Task to complete:
Pull out every line below holding the word "Latest".

Segment Start: Data to use

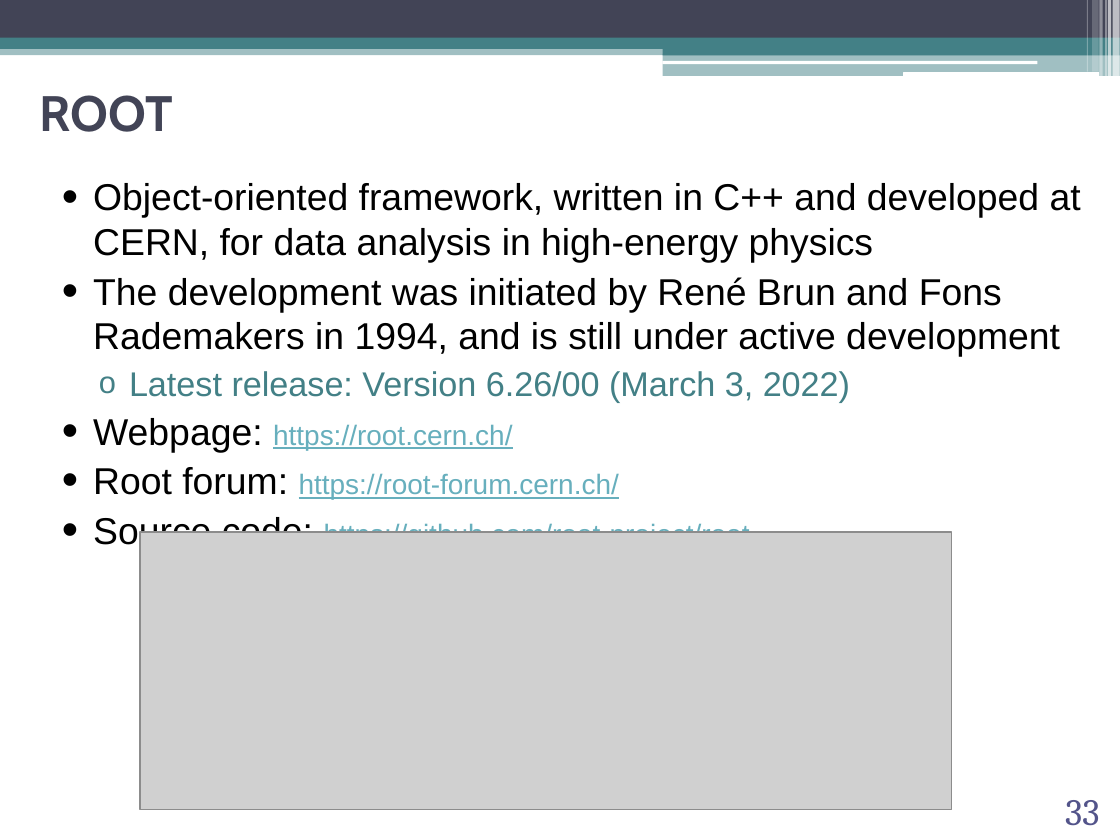
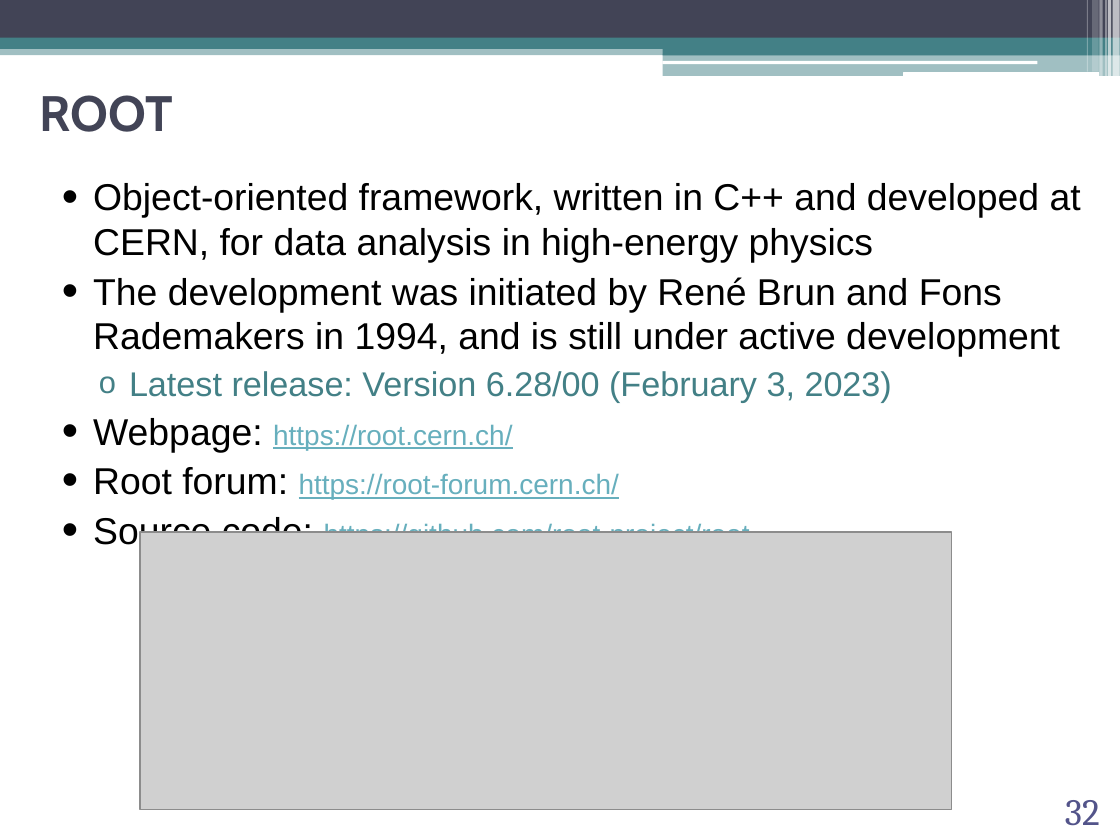
Before and after one commit to abilandz/PH8124, a slide deck: slide 32 of Lecture_1/ABilandzic_PH8124_SS2023.pptx (slide 33 before the commit). Drawn at 1120x840 pixels with LibreOffice and Linux fonts; fonts in the diff are those of the drawing; grey boxes stand for pictures; background and template pictures are left out. Boxes give left, top, right and bottom in pixels: in the first picture for what was removed or moved away, otherwise in the second. Text is boxed around its words. In the diff, an @@ line names an element or a change of style, - is before the commit and + after.

```diff
--- a/Lecture_1/ABilandzic_PH8124_SS2023.pptx
+++ b/Lecture_1/ABilandzic_PH8124_SS2023.pptx
@@ text at bbox=[129, 371, 892, 402]: text changed @@
-  o Latest release: Version 6.26/00 (March 3, 2022)
+  o Latest release: Version 6.28/00 (February 3, 2023)
@@ page number at bbox=[1065, 800, 1100, 826]: text changed @@
-33
+32
```
Also in this commit, not shown: 12 other slides changed, 1 slide removed, 3 other files.

Segment End: Data to use

Exercise result:
-  o Latest release: Version 6.26/00 (March 3, 2022)
+  o Latest release: Version 6.28/00 (February 3, 2023)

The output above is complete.